Linghu Chong merasa ada
hembusan angin yang kuat di belakangnya, makin lama makin keras sehingga
selangkah demi selangkah ia pun terdesak maju. Setelah Fangsheng menggunakan
senjata, keadaan menjadi berubah. Kali ini terdengar suara napas Si Nenek yang
mulai terengah-engah. Sepertinya tenaganya sudah banyak berkurang.
“Buang senjatamu dan aku
takkan menyusahkan dirimu,” seru Fangsheng. “Kau boleh ikut kami ke Biara
Shaolin untuk melapor kepada Kepala Biara. Terserah apa yang menjadi
kebijakannya demi menyelesaikan masalah ini.”
Namun Si Nenek tidak menjawab.
Ia menyerang dengan gencar beberapa kali ke arah Xin Guoliang sehingga murid
Shaolin tersebut agak kelabakan. Pria bersuara nyaring itu terpaksa melompat
mundur agar memberi jalan Fangsheng untuk menyambut serangan lawan.
Setelah tenang kembali, Xin
Guoliang mencaci maki, “Siluman betina, hari ini kalau kau tidak dicincang
sampai habis, maka dendamku tak akan puas!” Segera ia pun memutar pedang dan
menerjang maju.
Tidak lama berselang, suara
benturan senjata mulai mereda, tapi deru angin semakin kencang. Biksu Fangsheng
berkata, “Tenaga dalammu bukan tandinganku. Lebih baik kau membuang senjatamu
dan ikut kami ke Biara Shaolin. Kalau kau tetap bertahan, maka luka dalam yang
kau derita akan semakin parah.”
Terdengar Si Nenek hanya
mendengus. Tiba-tiba terdengar suara jeritan. Linghu Chong merasa tengkuknya
terciprat beberapa tetes cairan. Waktu ia meraba, terlihat telapak tangannya
berwarna merah. Titik-titik air yang menciprat pada lehernya itu ternyata darah
segar.
“Shanzai, shanzai! Sekarang
kau sudah terluka, tidak mampu melawan lagi. Ketahuilah bahwa aku tetap
mengutamakan welas asih,” kata Fangsheng.

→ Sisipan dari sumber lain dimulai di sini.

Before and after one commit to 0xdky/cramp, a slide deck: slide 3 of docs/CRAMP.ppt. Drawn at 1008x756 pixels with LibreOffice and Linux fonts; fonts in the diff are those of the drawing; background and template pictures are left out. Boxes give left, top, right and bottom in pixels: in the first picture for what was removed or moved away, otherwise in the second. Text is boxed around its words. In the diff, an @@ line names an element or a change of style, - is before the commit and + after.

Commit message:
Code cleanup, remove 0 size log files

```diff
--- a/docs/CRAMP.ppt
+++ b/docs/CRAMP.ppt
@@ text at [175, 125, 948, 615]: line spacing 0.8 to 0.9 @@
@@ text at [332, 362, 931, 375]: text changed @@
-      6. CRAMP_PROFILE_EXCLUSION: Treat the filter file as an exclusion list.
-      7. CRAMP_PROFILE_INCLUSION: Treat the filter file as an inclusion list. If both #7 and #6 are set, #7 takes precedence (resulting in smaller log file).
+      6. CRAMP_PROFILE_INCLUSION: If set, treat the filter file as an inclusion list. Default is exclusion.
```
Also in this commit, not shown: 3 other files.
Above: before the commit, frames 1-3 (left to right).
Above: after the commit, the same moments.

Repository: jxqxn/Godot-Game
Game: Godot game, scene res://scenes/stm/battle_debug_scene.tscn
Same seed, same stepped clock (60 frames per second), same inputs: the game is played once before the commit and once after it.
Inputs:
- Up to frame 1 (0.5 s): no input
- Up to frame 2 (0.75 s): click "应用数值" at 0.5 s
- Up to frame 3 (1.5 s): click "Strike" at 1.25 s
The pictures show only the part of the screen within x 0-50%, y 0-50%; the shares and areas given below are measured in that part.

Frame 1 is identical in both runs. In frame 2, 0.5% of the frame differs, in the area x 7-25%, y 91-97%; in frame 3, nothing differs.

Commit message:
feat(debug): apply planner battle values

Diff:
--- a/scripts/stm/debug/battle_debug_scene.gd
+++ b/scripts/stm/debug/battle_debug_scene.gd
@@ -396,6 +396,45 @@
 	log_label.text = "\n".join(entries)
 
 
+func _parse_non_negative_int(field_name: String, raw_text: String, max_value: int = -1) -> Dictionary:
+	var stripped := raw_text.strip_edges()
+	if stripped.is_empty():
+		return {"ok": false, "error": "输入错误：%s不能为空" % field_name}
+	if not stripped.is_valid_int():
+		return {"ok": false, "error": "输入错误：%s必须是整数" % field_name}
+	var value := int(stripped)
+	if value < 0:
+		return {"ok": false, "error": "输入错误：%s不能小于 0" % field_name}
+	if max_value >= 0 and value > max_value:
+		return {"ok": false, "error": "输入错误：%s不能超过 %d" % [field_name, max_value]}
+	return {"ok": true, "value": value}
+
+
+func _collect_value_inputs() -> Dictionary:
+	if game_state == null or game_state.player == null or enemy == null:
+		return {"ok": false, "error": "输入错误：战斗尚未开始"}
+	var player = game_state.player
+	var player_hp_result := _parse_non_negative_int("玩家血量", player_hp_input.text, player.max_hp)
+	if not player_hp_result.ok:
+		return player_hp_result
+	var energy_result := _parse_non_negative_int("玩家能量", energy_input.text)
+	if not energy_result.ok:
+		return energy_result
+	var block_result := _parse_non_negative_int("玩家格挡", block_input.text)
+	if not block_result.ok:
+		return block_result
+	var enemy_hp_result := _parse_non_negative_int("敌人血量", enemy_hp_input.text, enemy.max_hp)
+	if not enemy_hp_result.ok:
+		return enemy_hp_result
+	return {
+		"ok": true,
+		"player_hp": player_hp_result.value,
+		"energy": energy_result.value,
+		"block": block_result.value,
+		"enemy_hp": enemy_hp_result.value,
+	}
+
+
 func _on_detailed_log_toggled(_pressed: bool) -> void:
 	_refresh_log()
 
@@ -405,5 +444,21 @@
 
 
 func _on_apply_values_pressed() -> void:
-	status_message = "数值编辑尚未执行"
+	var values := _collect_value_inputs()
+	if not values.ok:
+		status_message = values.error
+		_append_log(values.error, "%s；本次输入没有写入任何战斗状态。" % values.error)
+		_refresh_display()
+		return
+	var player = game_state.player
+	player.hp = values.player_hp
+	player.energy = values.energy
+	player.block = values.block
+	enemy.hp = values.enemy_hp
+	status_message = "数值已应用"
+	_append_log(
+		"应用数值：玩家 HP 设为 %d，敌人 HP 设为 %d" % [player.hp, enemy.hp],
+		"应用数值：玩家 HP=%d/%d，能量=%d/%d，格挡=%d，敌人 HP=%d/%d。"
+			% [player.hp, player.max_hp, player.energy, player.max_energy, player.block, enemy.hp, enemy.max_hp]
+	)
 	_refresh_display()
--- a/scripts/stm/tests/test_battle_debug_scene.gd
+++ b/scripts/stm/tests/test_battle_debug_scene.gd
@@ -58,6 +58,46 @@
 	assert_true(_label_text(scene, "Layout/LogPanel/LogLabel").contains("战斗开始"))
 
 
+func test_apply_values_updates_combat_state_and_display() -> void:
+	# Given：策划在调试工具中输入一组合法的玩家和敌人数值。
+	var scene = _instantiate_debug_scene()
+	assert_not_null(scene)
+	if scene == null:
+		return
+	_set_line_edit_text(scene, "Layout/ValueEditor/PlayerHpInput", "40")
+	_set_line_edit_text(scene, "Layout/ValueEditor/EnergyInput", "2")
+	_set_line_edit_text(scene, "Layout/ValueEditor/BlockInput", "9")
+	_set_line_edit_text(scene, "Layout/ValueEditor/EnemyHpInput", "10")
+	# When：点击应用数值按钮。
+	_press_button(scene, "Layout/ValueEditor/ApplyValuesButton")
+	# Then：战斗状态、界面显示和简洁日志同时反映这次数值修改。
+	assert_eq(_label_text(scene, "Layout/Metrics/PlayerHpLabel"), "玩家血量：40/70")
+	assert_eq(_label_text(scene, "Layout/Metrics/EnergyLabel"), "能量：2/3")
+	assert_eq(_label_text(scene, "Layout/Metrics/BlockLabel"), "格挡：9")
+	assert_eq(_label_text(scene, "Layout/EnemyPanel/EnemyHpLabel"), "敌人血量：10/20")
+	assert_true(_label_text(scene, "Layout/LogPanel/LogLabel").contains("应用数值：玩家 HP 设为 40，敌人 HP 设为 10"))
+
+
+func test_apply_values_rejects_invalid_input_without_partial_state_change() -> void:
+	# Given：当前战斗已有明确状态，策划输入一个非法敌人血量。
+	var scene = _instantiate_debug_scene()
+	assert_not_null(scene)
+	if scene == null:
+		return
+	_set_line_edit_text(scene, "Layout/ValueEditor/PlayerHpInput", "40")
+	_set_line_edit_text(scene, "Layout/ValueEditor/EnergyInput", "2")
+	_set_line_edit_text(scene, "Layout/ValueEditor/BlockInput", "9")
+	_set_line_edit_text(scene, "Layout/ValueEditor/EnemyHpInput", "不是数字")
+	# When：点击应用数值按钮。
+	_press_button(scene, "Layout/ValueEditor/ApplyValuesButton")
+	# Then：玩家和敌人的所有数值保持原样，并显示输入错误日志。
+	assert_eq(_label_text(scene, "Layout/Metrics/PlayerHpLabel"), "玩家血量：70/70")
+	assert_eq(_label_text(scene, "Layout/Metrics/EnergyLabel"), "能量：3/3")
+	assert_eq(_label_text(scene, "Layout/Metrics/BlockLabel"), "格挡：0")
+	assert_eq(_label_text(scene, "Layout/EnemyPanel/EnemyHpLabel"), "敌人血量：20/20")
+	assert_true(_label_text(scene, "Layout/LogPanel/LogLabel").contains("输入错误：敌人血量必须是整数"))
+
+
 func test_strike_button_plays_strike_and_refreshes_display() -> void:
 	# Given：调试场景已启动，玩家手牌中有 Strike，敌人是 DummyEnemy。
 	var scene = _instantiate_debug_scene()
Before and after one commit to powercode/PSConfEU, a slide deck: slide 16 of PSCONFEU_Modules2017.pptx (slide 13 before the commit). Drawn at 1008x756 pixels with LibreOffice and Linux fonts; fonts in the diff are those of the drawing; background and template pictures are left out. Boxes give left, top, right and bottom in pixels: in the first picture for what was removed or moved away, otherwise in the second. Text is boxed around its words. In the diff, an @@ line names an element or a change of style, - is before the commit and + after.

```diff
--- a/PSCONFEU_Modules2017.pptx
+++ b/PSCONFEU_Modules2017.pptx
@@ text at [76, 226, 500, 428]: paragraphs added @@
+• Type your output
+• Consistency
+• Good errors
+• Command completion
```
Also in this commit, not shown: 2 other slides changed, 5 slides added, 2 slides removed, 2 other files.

“Perempuan keparat ini adalah
siluman betina aliran sesat. Lekaslah Paman Guru membinasakan dia untuk
membalaskan sakit hati kematian tiga orang saudara. Terhadap kaum iblis mana
boleh pakai welas asih segala?” seru Xin Guoliang dengan nada murka.
Suara napas Si Nenek terdengar
semakin payah. Langkahnya juga mulai sempoyongan seakan-akan setiap saat bisa
saja tubuhnya roboh. Diam-diam Linghu Chong membatin, “Nenek menyuruhku
mengawalnya, untuk melindungi dia dari kejaran musuh. Kini ia menghadapi
bahaya, mana boleh aku hanya berpangku tangan? Meskipun Biksu Fangsheng seorang
pendeta agung yang saleh, namun orang bermarga Xin itu kasar dan berangasan.
Aku tidak akan membiarkan Nenek jatuh ke tangannya.”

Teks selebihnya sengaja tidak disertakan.